Chiusura del mercato coperto, protestano i commercianti. Poi l’incontro con il sindaco

Questa mattina la protesta davanti al Comune degli operatori che poi si sono confrontati con il primo cittadino. Coletta: "Chiesta alla ditta la massima celerità dei lavori, ma la situazione è fuori legge e va sanata"

Protesta davanti al Comune questa mattina dei commercianti del mercato coperto di Latina contro la chiusura temporanea della struttura di via Don Minzoni disposta dall’Amministrazione attraverso un'ordinanza che fa seguito alla determinazione dirigenziale n. 427 del 24 marzo 2016 e relativo capitolato. 

Nel corso della protesta gli operatori si sono confrontati con il sindaco Damiano Coletta che li ha incontrati. 

“Comprendo le vostre rimostranze e conosco il lavoro quotidiano che fate essendo anch’io da tempo un vostro cliente affezionato, ma è necessario ed urgente intervenire per adeguare i locali di via Don Minzoni che sono stati dichiarati inagibili e c’è un pericolo di incendio che mette a rischio l’incolumità di voi operatori e di tutti i cittadini che frequentano il mercato” ha detto loro il primo cittadino che ha ribadito quanto già detto nei giorni scorsi dall’assessore alle Attività Produttive, Felice Costanti, circa la “necessità di intervenire nei capannoni dell’ex Consorzio Agrario per il corretto ripristino delle condizioni di sicurezza della struttura”. 

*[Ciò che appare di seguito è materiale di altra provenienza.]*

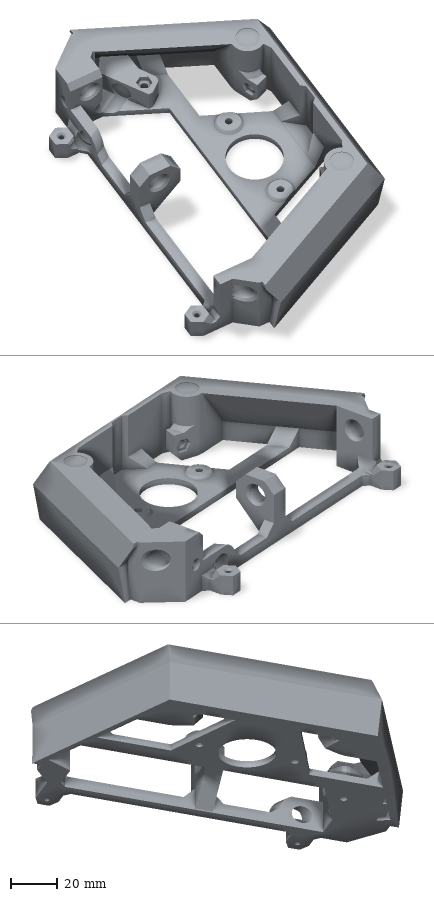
import cadquery as cq
import math

HEIGHT = 30.0
OVERLAP = 1.7
RIDGE_Z = 16.8
RIDGE_HALF_WIDTH = 85.0
RIDGE_BACK_Y = 96.6
RIDGE_FRONT_Y = 23.0
RIDGE_BACK_HALF_WIDTH = 48.7
TOP_SHIFT_Y = 7.7
TOP_INSET_X = 1.9
BOTTOM_SHIFT_Y = 2.9
BOTTOM_INSET_X = 0.9
ARM_END_Y = 16.5
ARM_ANGLE = math.atan2(RIDGE_HALF_WIDTH - RIDGE_BACK_HALF_WIDTH, RIDGE_BACK_Y - RIDGE_FRONT_Y)

BACK_WALL_Y = 86.0
BACK_WALL_END = (30.0, BACK_WALL_Y)
BACK_BEVEL_END = (33.7, 84.2)
CORNER_WALL_Y = 72.3
ARM_INNER_X = 40.3
ARM_INNER_FRONT_Y = 19.4
INNER_BEVEL = 0.9
LEFT_ARM_FRONT_Y = 21.8
LEFT_POCKET_CORNER = (-67.4, 18.7)
LEFT_POCKET_X = -65.0
UNDERCUT_DEPTH = 13.3
UNDERCUT_Z = 9.4
RAMP_TOP_Z = 9.4

BLOCK_SIDE_X = 80.1
BLOCK_SIDE_Y = 15.1
BLOCK_SIDE_BACK_Y = 21.3
BLOCK_BACK_X = 78.3
BLOCK_BACK_Y = 23.8
LEFT_BLOCK_INNER_X = -54.8
LEFT_BLOCK_BACK_Y = 16.2
LEFT_BLOCK_OUTER_X = -67.5
LEFT_BLOCK_CHAMFER = 2.7
RIGHT_BLOCK_INNER_X = 66.5
RIGHT_BLOCK_OUTER_X = 72.3
RIGHT_BLOCK_OUTER_Y = 6.3
RAIL_DEPTH = 5.1
RAIL_Z = 5.3

BOSS_X = 40.0
BOSS_Y = 80.1
BOSS_RADIUS = 7.7
BOSS_DISC_RADIUS = 5.3
BOSS_DISC_DEPTH = 0.3
NUB_ANGLE = 20.7
NUB_REACH = 11.5
NUB_SIDE_NEAR = 1.2
NUB_SIDE_FAR = BOSS_RADIUS
NUB_Z = 13.5
NUB_CHAMFER = 3.9
NUB_COLLAR = 2.0
NUB_HOLE_REACH = 6.8
NUB_HOLE_Z = 7.1
NUB_HOLE_RADIUS = 2.0
NUB_NUT_RADIUS = 3.5
NUB_NUT_DEPTH = 1.7

PLATE_Z = 3.0
CROSSBAR_FRONT_Y = 42.2
CROSSBAR_BACK_Y = 51.2
PLATE_BACK_HALF_WIDTH = 15.0
PLATE_FRONT_HALF_WIDTH = 31.8
PLATE_HOLE_Y = 60.0
PLATE_HOLE_RADIUS = 12.6
SCREW_X = 22.0
SCREW_BOSS_RADIUS = 5.3
SCREW_BOSS_HEIGHT = 1.2
SCREW_HOLE_RADIUS = 1.7
NOTCH_BACK_Y = 88.1
NOTCH_BACK_HALF_WIDTH = 3.7
NOTCH_FRONT_Y = 80.0
NOTCH_FRONT_HALF_WIDTH = 11.0

POST_HALF_WIDTH = 4.0
POST_DEPTH = 20.4
POST_TOP_Z = 29.3
POST_CHAMFER = 5.1
POST_UNDERSIDE_Z = 15.8
POST_GUSSET = 5.1
ROD_Y = 9.9
ROD_Z = 21.0
ROD_RADIUS = 4.3
ROD_CHAMFER = 1.0

SLANT_ANGLE = 30.0
SLANT_X = -42.2
SLANT_Z = 6.8
SLANT_RADIUS = 4.0
SLANT_LEAD = 10.2
SLANT_RIM_RADIUS = 5.1
SLANT_RIM_DEPTH = 2.5
SLANT_GROOVE_RADIUS = 4.8
SLANT_LUG_RADIUS = 9.0
SLANT_LUG_Z = 14.8
SLANT_LUG_END_Z = 8.3
SLANT_LUG_RUN_OUT = 12.5
SLANT_PAD_DISTANCE = 32.8

PAD_Z = 13.0
PAD_FRONT_X = -68.0
PAD_OUTLINE = [
    (-46.3, 34.4), (-46.5, 36.4), (-50.4, 41.5), (-52.0, 42.2), (-53.8, 41.8), (-61.2, 37.8),
    (-74.0, 37.8), (-75.7, 27.2),
]
PAD_HOLE_X = -53.0
PAD_HOLE_Y = 36.0
PAD_HOLE_RADIUS = 1.7
PAD_NUT_RADIUS = 3.5
PAD_NUT_DEPTH = 2.5
GUSSET_ROOT_X = -73.1
GUSSET_BACK_X = -69.7
GUSSET_X = -42.0

PILOT_X = -59.9
PILOT_Z = 15.0
PILOT_RADIUS = 1.62
PILOT_RIM = 1.28

LUG_APOTHEM = 4.6
LUG_HALF_WIDTH = 5.3
LUG_FRONT_Y = -13.1
LUG_Y = LUG_FRONT_Y + LUG_APOTHEM
LEFT_LUG_X = -48.0
RIGHT_LUG_X = RIGHT_BLOCK_OUTER_X - LUG_HALF_WIDTH
LUG_TOP_Z = 9.5
LUG_NECK_Z = 5.8
LUG_SKIRT = 2.0
LUG_FLARE = 2.5
LUG_WEDGE = 2.0
LUG_HOLE_RADIUS = 1.2
LUG_HOLE_RIM = 0.9
FILLET_BACK_Y = 8.0
FILLET_RADIUS = 4.6


def prism(points, z_low, z_high):
    return cq.Workplane("XY").workplane(offset=z_low).polyline(points).close().extrude(z_high - z_low)


def cylinder(x, y, radius, z_low, z_high):
    return cq.Workplane("XY").workplane(offset=z_low).center(x, y).circle(radius).extrude(z_high - z_low)


def box(x_low, x_high, y_low, y_high, z_low, z_high):
    size = (x_high - x_low, y_high - y_low, z_high - z_low)
    return cq.Workplane("XY").box(*size, centered=False).translate((x_low, y_low, z_low))


def rod(plane, radius, length, end_radius=None):
    start = cq.Workplane(plane).circle(radius)
    if end_radius is None:
        return start.extrude(length)
    return start.workplane(offset=length).circle(end_radius).loft(ruled=True)


def mirror_x(shape):
    return shape.mirror("YZ")


def arm_x(start_x, start_y, y):
    """X, on the right arm, of a line through the start point and parallel to the arm."""
    return start_x + (start_y - y) * math.tan(ARM_ANGLE)


def outline(shift_y, inset_x):
    """The widest outline, moved forward by shift_y with its sides drawn in by inset_x."""
    back = RIDGE_BACK_HALF_WIDTH - inset_x
    front = RIDGE_HALF_WIDTH - inset_x
    back_y = RIDGE_BACK_Y - shift_y
    front_y = RIDGE_FRONT_Y - shift_y
    return [(-back, back_y), (back, back_y), (front, front_y), (-front, front_y)]


def frame_half(z, shift_y, inset_x):
    """Half of the ridged frame, from the ridge up or down to height z."""
    ridge = cq.Workplane("XY").workplane(offset=RIDGE_Z).polyline(outline(0, 0)).close()
    far = ridge.workplane(offset=z - RIDGE_Z).polyline(outline(shift_y, inset_x)).close()
    return far.loft(ruled=True)


def outer_frame():
    arms = box(-RIDGE_HALF_WIDTH, RIDGE_HALF_WIDTH, ARM_END_Y, RIDGE_BACK_Y, 0, HEIGHT)
    left_block = [
        (-BLOCK_SIDE_X, BLOCK_SIDE_Y), (LEFT_BLOCK_OUTER_X, 0), (LEFT_BLOCK_INNER_X, 0),
        (LEFT_BLOCK_INNER_X, BLOCK_BACK_Y), (-BLOCK_BACK_X, BLOCK_BACK_Y), (-BLOCK_SIDE_X, BLOCK_SIDE_BACK_Y),
    ]
    right_block = [
        (BLOCK_SIDE_X, BLOCK_SIDE_Y), (RIGHT_BLOCK_OUTER_X, RIGHT_BLOCK_OUTER_Y), (RIGHT_BLOCK_OUTER_X, 0),
        (RIGHT_BLOCK_INNER_X, 0), (RIGHT_BLOCK_INNER_X, BLOCK_BACK_Y), (BLOCK_BACK_X, BLOCK_BACK_Y),
        (BLOCK_SIDE_X, BLOCK_SIDE_BACK_Y),
    ]
    blocks = prism(left_block, 0, HEIGHT).union(prism(right_block, 0, HEIGHT))
    upper = frame_half(HEIGHT, TOP_SHIFT_Y, TOP_INSET_X)
    lower = frame_half(0, BOTTOM_SHIFT_Y, BOTTOM_INSET_X)
    return upper.union(lower).intersect(arms).union(blocks)


def opening():
    back_corner = [BACK_WALL_END, BACK_BEVEL_END, (BOSS_X, BOSS_Y), (ARM_INNER_X, CORNER_WALL_Y)]
    right = back_corner + [
        (arm_x(ARM_INNER_X, CORNER_WALL_Y, ARM_INNER_FRONT_Y), ARM_INNER_FRONT_Y),
        (RIGHT_BLOCK_INNER_X, ARM_INNER_FRONT_Y - INNER_BEVEL),
        (RIGHT_BLOCK_INNER_X, 0),
    ]
    left = [
        (LEFT_BLOCK_INNER_X, 0), (LEFT_BLOCK_INNER_X, LEFT_BLOCK_BACK_Y),
        (LEFT_POCKET_X, LEFT_BLOCK_BACK_Y), LEFT_POCKET_CORNER,
        (-arm_x(ARM_INNER_X, CORNER_WALL_Y, LEFT_ARM_FRONT_Y), LEFT_ARM_FRONT_Y),
    ]
    left += [(-x, y) for x, y in reversed(back_corner)]
    return prism(right + left, 0, HEIGHT)


def along_right_arm(profile):
    """Extrudes a profile of (distance outward from the inner top edge, z) along the right arm.

    It starts behind the corner wall and ends square to the arm at the arm's inner front corner.
    """
    outward = (math.cos(ARM_ANGLE), math.sin(ARM_ANGLE), 0)
    forward = (math.sin(ARM_ANGLE), -math.cos(ARM_ANGLE), 0)
    length = (CORNER_WALL_Y - ARM_INNER_FRONT_Y) / math.cos(ARM_ANGLE)
    lead = UNDERCUT_DEPTH
    start = (ARM_INNER_X - lead * forward[0], CORNER_WALL_Y - lead * forward[1], 0)
    plane = cq.Plane(origin=start, xDir=outward, normal=forward)
    return cq.Workplane(plane).polyline(profile).close().extrude(length + lead)


def arm_undercut():
    profile = [
        (0, HEIGHT), (UNDERCUT_DEPTH, UNDERCUT_Z), (UNDERCUT_DEPTH, 0), (-OVERLAP, 0), (-OVERLAP, HEIGHT),
    ]
    return along_right_arm(profile).intersect(box(0, RIDGE_HALF_WIDTH, 0, CORNER_WALL_Y, 0, HEIGHT))


def arm_ramp():
    run = RAMP_TOP_Z - PLATE_Z
    profile = [
        (UNDERCUT_DEPTH - run, 0), (UNDERCUT_DEPTH - run, PLATE_Z),
        (UNDERCUT_DEPTH, RAMP_TOP_Z), (UNDERCUT_DEPTH + OVERLAP, RAMP_TOP_Z), (UNDERCUT_DEPTH + OVERLAP, 0),
    ]
    span = box(0, RIDGE_HALF_WIDTH, CROSSBAR_FRONT_Y, CROSSBAR_BACK_Y, 0, HEIGHT)
    return along_right_arm(profile).intersect(span)


def corner_boss():
    return cylinder(BOSS_X, BOSS_Y, BOSS_RADIUS, 0, HEIGHT)


def nub_direction():
    angle = math.radians(180 - NUB_ANGLE)
    return math.cos(angle), math.sin(angle)


def nub_plane(side):
    """Plane across the nub: local x along its reach, local y up, set off sideways to the front."""
    dx, dy = nub_direction()
    origin = (BOSS_X - side * dy, BOSS_Y + side * dx, 0)
    return cq.Plane(origin=origin, xDir=(dx, dy, 0), normal=(dy, -dx, 0))


def nub():
    width = NUB_SIDE_FAR - NUB_SIDE_NEAR
    profile = [
        (0, 0), (NUB_REACH - NUB_CHAMFER, 0), (NUB_REACH, NUB_CHAMFER), (NUB_REACH, HEIGHT), (0, HEIGHT),
    ]
    block = cq.Workplane(nub_plane(NUB_SIDE_FAR)).polyline(profile).close().extrude(width)
    low = block.intersect(box(0, RIDGE_HALF_WIDTH, 0, RIDGE_BACK_Y, 0, NUB_Z))
    collar_plane = cq.Plane(origin=(BOSS_X, BOSS_Y, NUB_Z))
    collar = rod(collar_plane, BOSS_RADIUS + NUB_COLLAR, NUB_COLLAR, BOSS_RADIUS)
    return low.union(collar.intersect(block))


def nub_hole():
    face = cq.Workplane(nub_plane(NUB_SIDE_FAR)).center(NUB_HOLE_REACH, NUB_HOLE_Z)
    hole = face.circle(NUB_HOLE_RADIUS).extrude(NUB_SIDE_FAR)
    return hole.union(face.polygon(6, 2 * NUB_NUT_RADIUS).extrude(NUB_NUT_DEPTH))


def plate():
    trapezoid = [
        (-PLATE_BACK_HALF_WIDTH, BACK_WALL_Y), (PLATE_BACK_HALF_WIDTH, BACK_WALL_Y),
        (PLATE_FRONT_HALF_WIDTH, CROSSBAR_BACK_Y), (PLATE_FRONT_HALF_WIDTH, CROSSBAR_FRONT_Y),
        (-PLATE_FRONT_HALF_WIDTH, CROSSBAR_FRONT_Y), (-PLATE_FRONT_HALF_WIDTH, CROSSBAR_BACK_Y),
    ]
    slab = prism(trapezoid, 0, PLATE_Z)
    bar_end = arm_x(ARM_INNER_X, CORNER_WALL_Y, CROSSBAR_BACK_Y) + UNDERCUT_DEPTH
    slab = slab.union(box(-bar_end, bar_end, CROSSBAR_FRONT_Y, CROSSBAR_BACK_Y, 0, PLATE_Z))
    ramp_profile = [
        (BACK_WALL_Y, 0), (BACK_WALL_Y, RAMP_TOP_Z),
        (BACK_WALL_Y - (RAMP_TOP_Z - PLATE_Z), PLATE_Z), (BACK_WALL_Y - RAMP_TOP_Z, 0),
    ]
    ramp = cq.Workplane("YZ").polyline(ramp_profile).close().extrude(PLATE_FRONT_HALF_WIDTH, both=True)
    slab = slab.union(ramp.intersect(prism(trapezoid, 0, RAMP_TOP_Z)))
    for x in (-SCREW_X, SCREW_X):
        plane = cq.Plane(origin=(x, PLATE_HOLE_Y, PLATE_Z))
        base_radius = SCREW_BOSS_RADIUS + SCREW_BOSS_HEIGHT
        boss = rod(plane, base_radius, SCREW_BOSS_HEIGHT, SCREW_BOSS_RADIUS)
        slab = slab.union(boss.intersect(prism(trapezoid, 0, HEIGHT)))
        slab = slab.cut(cylinder(x, PLATE_HOLE_Y, SCREW_HOLE_RADIUS, 0, HEIGHT))
    return slab.cut(cylinder(0, PLATE_HOLE_Y, PLATE_HOLE_RADIUS, 0, HEIGHT))


def wall_notch():
    points = [
        (-NOTCH_BACK_HALF_WIDTH, NOTCH_BACK_Y), (NOTCH_BACK_HALF_WIDTH, NOTCH_BACK_Y),
        (NOTCH_FRONT_HALF_WIDTH, NOTCH_FRONT_Y), (-NOTCH_FRONT_HALF_WIDTH, NOTCH_FRONT_Y),
    ]
    return prism(points, PLATE_Z, HEIGHT)


def rail():
    return box(LEFT_BLOCK_INNER_X, RIGHT_BLOCK_INNER_X, 0, RAIL_DEPTH, 0, RAIL_Z)


def middle_post():
    profile = [
        (0, 0), (0, POST_TOP_Z - POST_CHAMFER), (POST_CHAMFER, POST_TOP_Z),
        (POST_DEPTH - POST_CHAMFER, POST_TOP_Z), (POST_DEPTH, POST_TOP_Z - POST_CHAMFER),
        (POST_DEPTH, POST_UNDERSIDE_Z), (POST_DEPTH - POST_UNDERSIDE_Z, 0),
    ]
    post = cq.Workplane("YZ").polyline(profile).close().extrude(POST_HALF_WIDTH, both=True)
    foot = POST_HALF_WIDTH + POST_GUSSET
    gusset_profile = [
        (-foot, 0), (foot, 0), (foot, RAIL_Z), (POST_HALF_WIDTH, RAIL_Z + POST_GUSSET),
        (-POST_HALF_WIDTH, RAIL_Z + POST_GUSSET), (-foot, RAIL_Z),
    ]
    gusset = cq.Workplane("XZ").polyline(gusset_profile).close().extrude(-RAIL_DEPTH)
    return post.union(gusset)


def slant_plane(distance, z):
    """Plane square to the slanted screw, its normal pointing inward along the screw."""
    angle = math.radians(SLANT_ANGLE)
    inward = (-math.sin(angle), math.cos(angle), 0)
    origin = (SLANT_X + distance * inward[0], distance * inward[1], z)
    return cq.Plane(origin=origin, xDir=(-math.cos(angle), -math.sin(angle), 0), normal=inward)


def lug_rim_point(z):
    """Point at height z on the slanted lug's rounded end."""
    return -math.sqrt(SLANT_LUG_RADIUS**2 - (z - SLANT_Z)**2), z


def slant_lug():
    lug_body = (
        cq.Workplane(slant_plane(-SLANT_PAD_DISTANCE, 0))
        .moveTo(SLANT_PAD_DISTANCE, 0).lineTo(SLANT_PAD_DISTANCE, SLANT_LUG_Z)
        .lineTo(*lug_rim_point(SLANT_LUG_Z))
        .threePointArc(lug_rim_point(SLANT_Z + SLANT_LUG_RADIUS / 2), lug_rim_point(SLANT_LUG_END_Z))
        .lineTo(-SLANT_LUG_RUN_OUT, RAIL_Z).lineTo(-SLANT_LUG_RUN_OUT, 0).close()
        .extrude(2 * SLANT_PAD_DISTANCE)
    )
    return lug_body.intersect(box(LEFT_BLOCK_INNER_X, 0, 0, RAIL_DEPTH, 0, HEIGHT))


def slant_bore():
    bore = rod(slant_plane(-SLANT_LEAD, SLANT_Z), SLANT_RADIUS, SLANT_PAD_DISTANCE + SLANT_LEAD)
    groove = rod(slant_plane(SLANT_LEAD, SLANT_Z), SLANT_GROOVE_RADIUS, SLANT_PAD_DISTANCE - SLANT_LEAD)
    rim = rod(slant_plane(-SLANT_RIM_DEPTH, SLANT_Z), SLANT_RIM_RADIUS, 2 * SLANT_RIM_DEPTH)
    return bore.union(groove).union(rim)


def arm_gusset():
    inner_front_x = -arm_x(-GUSSET_X, CROSSBAR_FRONT_Y, LEFT_BLOCK_BACK_Y)
    points = [
        (GUSSET_X, CROSSBAR_FRONT_Y), (inner_front_x, LEFT_BLOCK_BACK_Y), (GUSSET_ROOT_X, LEFT_BLOCK_BACK_Y),
        (GUSSET_ROOT_X, LEFT_ARM_FRONT_Y), (GUSSET_BACK_X, CROSSBAR_FRONT_Y),
    ]
    return prism(points, 0, PLATE_Z)


def arm_pad():
    nose_x, nose_y = PAD_OUTLINE[0]
    front_y = nose_y - math.tan(math.radians(SLANT_ANGLE)) * (nose_x - PAD_FRONT_X)
    points = PAD_OUTLINE + [(PAD_FRONT_X, front_y)]
    pad = prism(points, 0, PAD_Z)
    nut = cq.Workplane("XY").workplane(offset=PAD_Z - PAD_NUT_DEPTH).center(PAD_HOLE_X, PAD_HOLE_Y)
    nut = nut.polygon(6, 2 * PAD_NUT_RADIUS).extrude(PAD_NUT_DEPTH)
    return pad.cut(nut)


def lug(x):
    circumscribed = 2 * LUG_APOTHEM / math.cos(math.pi / 6)
    skirt = LUG_TOP_Z - LUG_NECK_Z
    skirt_size = 2 * (LUG_APOTHEM + LUG_SKIRT) / math.cos(math.pi / 6)
    hexagon = cq.Workplane("XY").center(x, LUG_Y).polygon(6, circumscribed).extrude(LUG_TOP_Z)
    neck_plan = [
        (x - LUG_HALF_WIDTH, LUG_Y), (x + LUG_HALF_WIDTH, LUG_Y),
        (x + LUG_HALF_WIDTH, 0), (x - LUG_HALF_WIDTH, 0),
    ]
    cone = (
        cq.Workplane("XY").workplane(offset=LUG_NECK_Z).center(x, LUG_Y).polygon(6, skirt_size)
        .workplane(offset=skirt).polygon(6, circumscribed).loft(ruled=True)
    )
    neck = prism(neck_plan, 0, LUG_NECK_Z).union(cone.intersect(prism(neck_plan, 0, HEIGHT)))
    return hexagon.union(neck)


def lug_flare(plan):
    """Foot of a lug against the front face, its top sloping down to the neck."""
    top = LUG_NECK_Z + LUG_WEDGE
    profile = [(0, 0), (0, top), (-LUG_WEDGE, LUG_NECK_Z), (-LUG_FLARE, LUG_NECK_Z), (-LUG_FLARE, 0)]
    wedge = cq.Workplane("YZ").polyline(profile).close().extrude(RIDGE_HALF_WIDTH, both=True)
    return wedge.intersect(prism(plan, 0, HEIGHT))


def lug_hole(x):
    rim_radius = LUG_HOLE_RADIUS + LUG_HOLE_RIM
    rim_plane = cq.Plane(origin=(x, LUG_Y, LUG_TOP_Z - LUG_HOLE_RIM))
    rim = rod(rim_plane, LUG_HOLE_RADIUS, LUG_HOLE_RIM, rim_radius)
    return cylinder(x, LUG_Y, LUG_HOLE_RADIUS, 0, LUG_TOP_Z).union(rim)


def rail_fillet():
    low_x = RIGHT_BLOCK_INNER_X - FILLET_RADIUS
    high_z = RAIL_Z + FILLET_RADIUS
    diagonal = FILLET_RADIUS * math.sqrt(0.5)
    profile = (
        cq.Workplane("XZ").moveTo(low_x, 0).lineTo(low_x, RAIL_Z)
        .threePointArc((low_x + diagonal, high_z - diagonal), (RIGHT_BLOCK_INNER_X, high_z))
        .lineTo(RIGHT_BLOCK_INNER_X, 0).close()
    )
    plan = [
        (low_x, -LUG_WEDGE), (RIGHT_BLOCK_INNER_X, -LUG_WEDGE), (RIGHT_BLOCK_INNER_X, FILLET_BACK_Y),
        (RIGHT_BLOCK_INNER_X - (FILLET_BACK_Y - RAIL_DEPTH), RAIL_DEPTH), (low_x, RAIL_DEPTH),
    ]
    return profile.extrude(LUG_WEDGE + FILLET_BACK_Y, both=True).intersect(prism(plan, 0, HEIGHT))


def rod_bore():
    plane = cq.Plane(origin=(-RIDGE_HALF_WIDTH, ROD_Y, ROD_Z), xDir=(0, 1, 0), normal=(1, 0, 0))
    return rod(plane, ROD_RADIUS, 2 * RIDGE_HALF_WIDTH)


def slope_x(x1, y1, x2, y2):
    """X where a block's slanted face, through two points, meets the rod axis."""
    return x1 + (x2 - x1) * (ROD_Y - y1) / (y2 - y1)


def pilot_hole():
    plane = cq.Plane(origin=(PILOT_X, 0, PILOT_Z), xDir=(1, 0, 0), normal=(0, 1, 0))
    rim = rod(plane, PILOT_RADIUS + PILOT_RIM, PILOT_RIM, PILOT_RADIUS)
    return rod(plane, PILOT_RADIUS, LEFT_BLOCK_BACK_Y).union(rim)


def block_chamfer():
    x = LEFT_BLOCK_INNER_X
    size = LEFT_BLOCK_CHAMFER
    profile = [(x - size, HEIGHT), (x, HEIGHT), (x, HEIGHT - size)]
    return cq.Workplane("XZ").polyline(profile).close().extrude(-LEFT_BLOCK_BACK_Y)


body = outer_frame().cut(opening())
undercut = arm_undercut()
body = body.cut(undercut).cut(mirror_x(undercut))

right_boss = corner_boss().union(nub())
body = body.union(right_boss).union(mirror_x(right_boss))
body = body.cut(nub_hole()).cut(mirror_x(nub_hole()))
disc = cylinder(BOSS_X, BOSS_Y, BOSS_DISC_RADIUS, HEIGHT - BOSS_DISC_DEPTH, HEIGHT)
body = body.cut(disc).cut(mirror_x(disc))

body = body.union(plate()).union(arm_ramp()).union(mirror_x(arm_ramp())).cut(wall_notch())
body = body.union(arm_gusset()).union(arm_pad())
body = body.cut(cylinder(PAD_HOLE_X, PAD_HOLE_Y, PAD_HOLE_RADIUS, 0, PAD_Z))

body = body.union(rail()).union(middle_post()).union(slant_lug()).union(rail_fillet())

left_low = LEFT_LUG_X - LUG_HALF_WIDTH
left_high = LEFT_LUG_X + LUG_HALF_WIDTH
left_foot = [
    (left_low - LUG_FLARE, 0), (left_high + LUG_FLARE, 0), (left_high, -LUG_FLARE), (left_low, -LUG_FLARE),
]
right_low = RIGHT_LUG_X - LUG_HALF_WIDTH
right_foot = [
    (RIGHT_BLOCK_INNER_X, 0), (RIGHT_BLOCK_OUTER_X, 0),
    (RIGHT_BLOCK_OUTER_X, -LUG_FLARE), (RIGHT_BLOCK_INNER_X, -LUG_FLARE),
]
right_flare = prism([(right_low, 0), (right_low - LUG_FLARE, 0), (right_low, -LUG_FLARE)], 0, RAIL_Z)
body = body.union(lug_flare(left_foot)).union(lug_flare(right_foot))
body = body.union(right_flare)
for lug_x in (LEFT_LUG_X, RIGHT_LUG_X):
    body = body.union(lug(lug_x)).cut(lug_hole(lug_x))

body = body.cut(slant_bore()).cut(rod_bore()).cut(pilot_hole()).cut(block_chamfer())

left_mouth_x = slope_x(-BLOCK_SIDE_X, BLOCK_SIDE_Y, LEFT_BLOCK_OUTER_X, 0)
right_mouth_x = slope_x(BLOCK_SIDE_X, BLOCK_SIDE_Y, RIGHT_BLOCK_OUTER_X, RIGHT_BLOCK_OUTER_Y)
inner_mouths = [LEFT_BLOCK_INNER_X, -POST_HALF_WIDTH, POST_HALF_WIDTH, RIGHT_BLOCK_INNER_X]
for mouth_x in [left_mouth_x] + inner_mouths + [right_mouth_x]:
    mouth = cq.selectors.NearestToPointSelector((mouth_x, ROD_Y, ROD_Z))
    body = body.edges("%CIRCLE or %ELLIPSE or %BSPLINE").edges(mouth).chamfer(ROD_CHAMFER)

result = body

Abbiamo ereditato una situazione di inagibilità cui si sarebbe dovuto mettere mano già da tempo. Non dovevate proprio essere trasferiti in questi locali visto lo stato in cui erano e in cui sono a tutt’oggi – ha sottolineato Coletta rivolgendosi agli operatori – visto che esiste un pericolo reale per le persone che vi lavorano e per gli utenti che li frequentano abitualmente. Al di là delle responsabilità cui potrebbe incorrere l’Amministrazione se succedesse qualcosa di grave in quei locali, è prima di tutto un dovere morale procedere e rendere la struttura conforme alla normativa di prevenzione incendi. La situazione è oggettivamente fuori legge e va al più presto sanata”.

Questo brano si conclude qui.